Provided entries

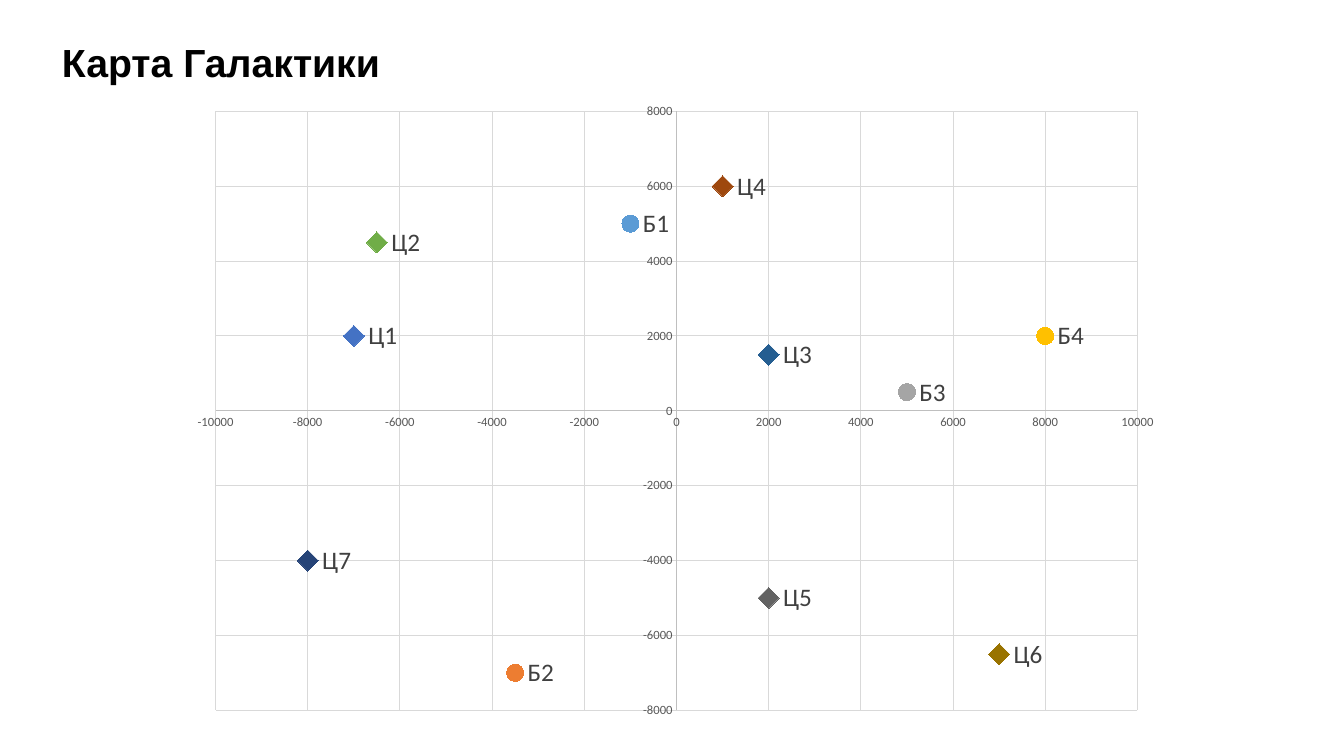
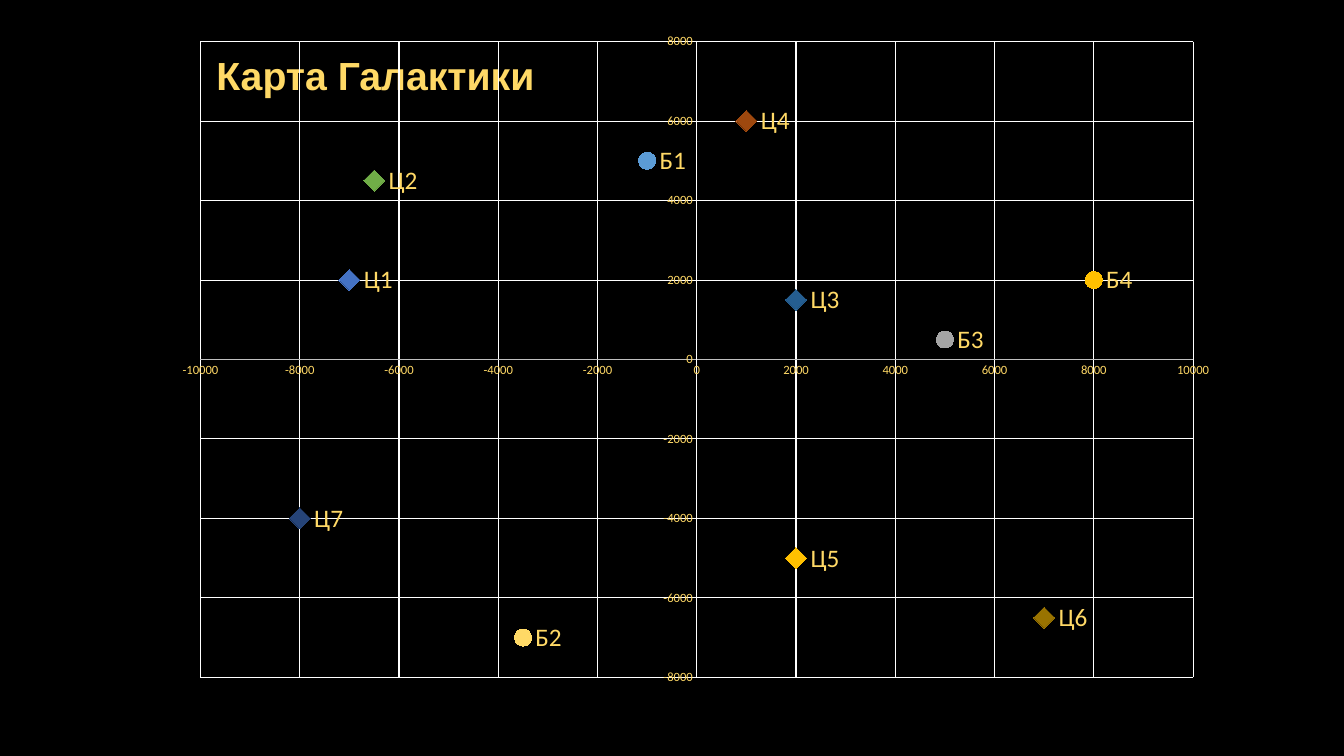
Before and after one commit to solovenko-v/study, a slide deck: slide 6 of Optimization Methods/Презентация Задача о назначениях.pptx. Drawn at 1344x756 pixels with LibreOffice and Linux fonts; fonts in the diff are those of the drawing; background and template pictures are left out. Boxes give left, top, right and bottom in pixels: in the first picture for what was removed or moved away, otherwise in the second. Text is boxed around its words. In the diff, an @@ line names an element or a change of style, - is before the commit and + after.

```diff
--- a/Optimization Methods/Презентация Задача о назначениях.pptx
+++ b/Optimization Methods/Презентация Задача о назначениях.pptx
@@ background #FFFFFF to picture (left out) @@
@@ scatter lines chart at <box>165,33,1227,702</box> @@
@@ data labels of Б1 changed @@
@@ colour of Series 2 #ED7D31 to #FFD966 @@
@@ data labels of Series 2 changed @@
@@ data labels of Б3 changed @@
@@ data labels of Б4 changed @@
@@ data labels of Ц1 changed @@
@@ data labels of Ц2 changed @@
@@ data labels of Ц3 changed @@
@@ data labels of Ц4 changed @@
@@ colour of Ц5 #636363 to #FFC000 @@
@@ data labels of Ц5 changed @@
@@ data labels of Ц6 changed @@
@@ data labels of Ц7 changed @@
@@ category axis changed @@
@@ value axis changed @@
@@ plot area changed @@
@@ scatter lines chart: place and size @@
-scatter lines chart at <box>177,92,1174,731</box>
+scatter lines chart at <box>165,33,1227,702</box>
@@ text "Карта Галактики": place and size @@
-text "Карта Галактики" at <box>62,50,380,85</box>
+text "Карта Галактики" at <box>216,59,535,98</box>
@@ text "Карта Галактики" at <box>216,59,535,98</box>: text colour #000000 to #FFD966 @@
```
Also in this commit, not shown: 8 other slides changed, 2 slides added, 2 slides removed, 1 other file.

Exercise description
The expected output is every line from the material above where "scatter" can be found.

Answer below
@@ scatter lines chart at <box>165,33,1227,702</box> @@
@@ scatter lines chart: place and size @@
-scatter lines chart at <box>177,92,1174,731</box>
+scatter lines chart at <box>165,33,1227,702</box>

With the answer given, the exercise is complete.